Arkance Systems Node Library Feedback Thread

That is a situation I actually don’t know how to improve. Creating a Connected Alignment is a bit unfathomable, things go a bit different than expected at first glance.

The manual function in Civil 3D asks a direction point too, but internally, in code, you need to enter two stations along the both Alignments. So, with the selected direction point I can calculate the nearest stations and use that in the code (just as the manual Civil 3D function works).

There might be some clever mathematical function to find the desired quad automatically but probably the offset values must be seen from the stations along the selected Alignments, which must be before or after the intersection, and has nothing to do with the direction of the Alignments (what I would expect).

The stations could be found programmatically from the intersection point (if the offset is given according to the both Alignments and not seen from the stations), but how to solve a situation where the Alignments cross each other multiple times?

So, a lot of challenges to deal with, and I am not sure what is the best path to follow. Do some clever things that break the way Civil 3D does? Or just as it is like now? That being said, here is an example how it works now:

The point is projected on both Alignments. the first Alignment is the horizontal one (direction does not matter), the second is the vertical one.

In case you give another direction point, but do not change the sign of the offset, the Connected Alignment can fall on the ‘wrong’ side (but it could be the desired situation of course).

Here you use the negative offset to get the new Alignment on the inner quad.

But how can you calculate if you need a negative or positive offset?
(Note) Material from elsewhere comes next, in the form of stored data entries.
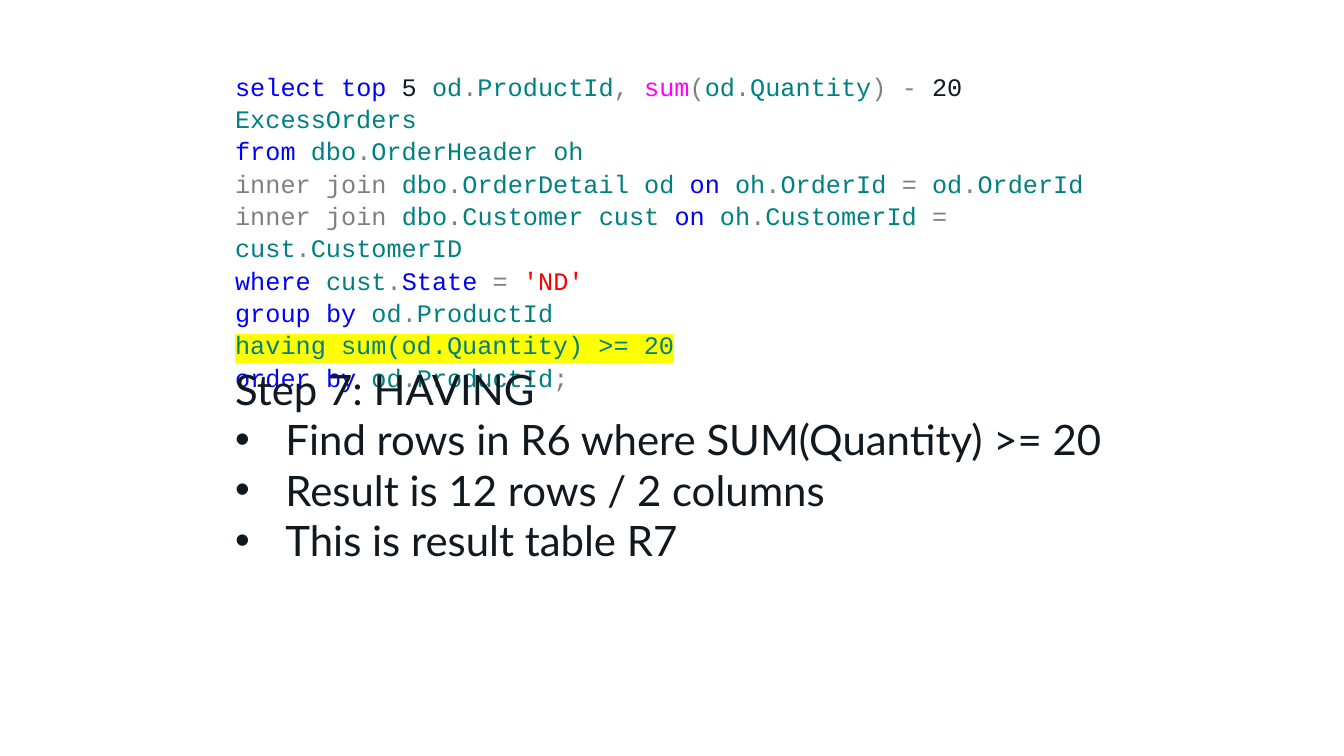
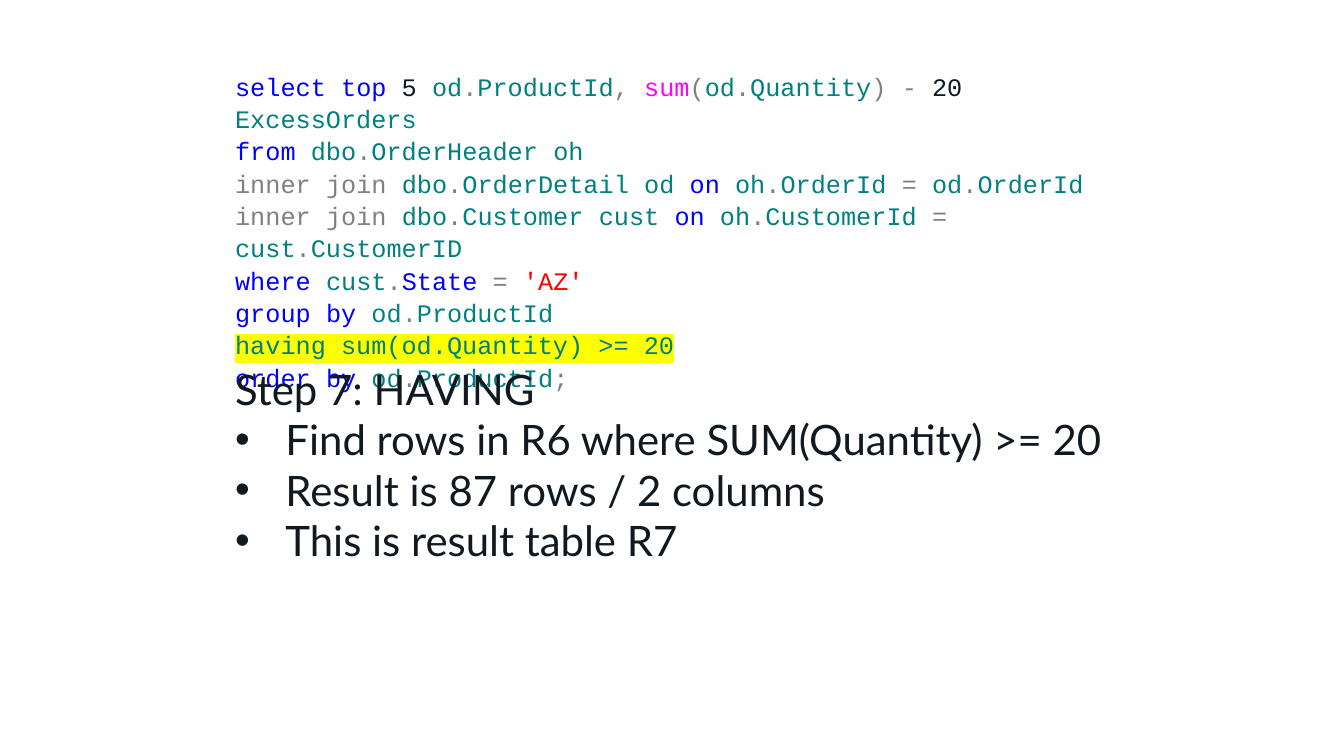
Before and after one commit to tf3604/OptimizerPresentation, a slide deck: slide 15 of Optimizer.pptx. Drawn at 1344x756 pixels with LibreOffice and Linux fonts; fonts in the diff are those of the drawing; background and template pictures are left out. Boxes give left, top, right and bottom in pixels: in the first picture for what was removed or moved away, otherwise in the second. Text is boxed around its words. In the diff, an @@ line names an element or a change of style, - is before the commit and + after.

```diff
--- a/Optimizer.pptx
+++ b/Optimizer.pptx
@@ text at (235,271,584,291): text changed @@
-where cust.State = 'ND'
+where cust.State = 'AZ'
@@ text at (285,475,825,507): text changed @@
-• Result is 12 rows / 2 columns
+• Result is 87 rows / 2 columns
```
Also in this commit, not shown: 14 other slides changed.

I don’t know. Seen from the stations, in both cases the projected station along Alignment 1 is before the intersection, and along Alignment 2 it is once before and once after. So mathematically I would say: offset value for Alignment 1 would switch from positive (right) to negative (left) and the offset value for Alignment 2 should be negative (left) in both cases. But it is not how it works. It is trial and error (just like the manual function). Always a positive value for an inner Alignment would have been a good choice too, but that is also how it not works.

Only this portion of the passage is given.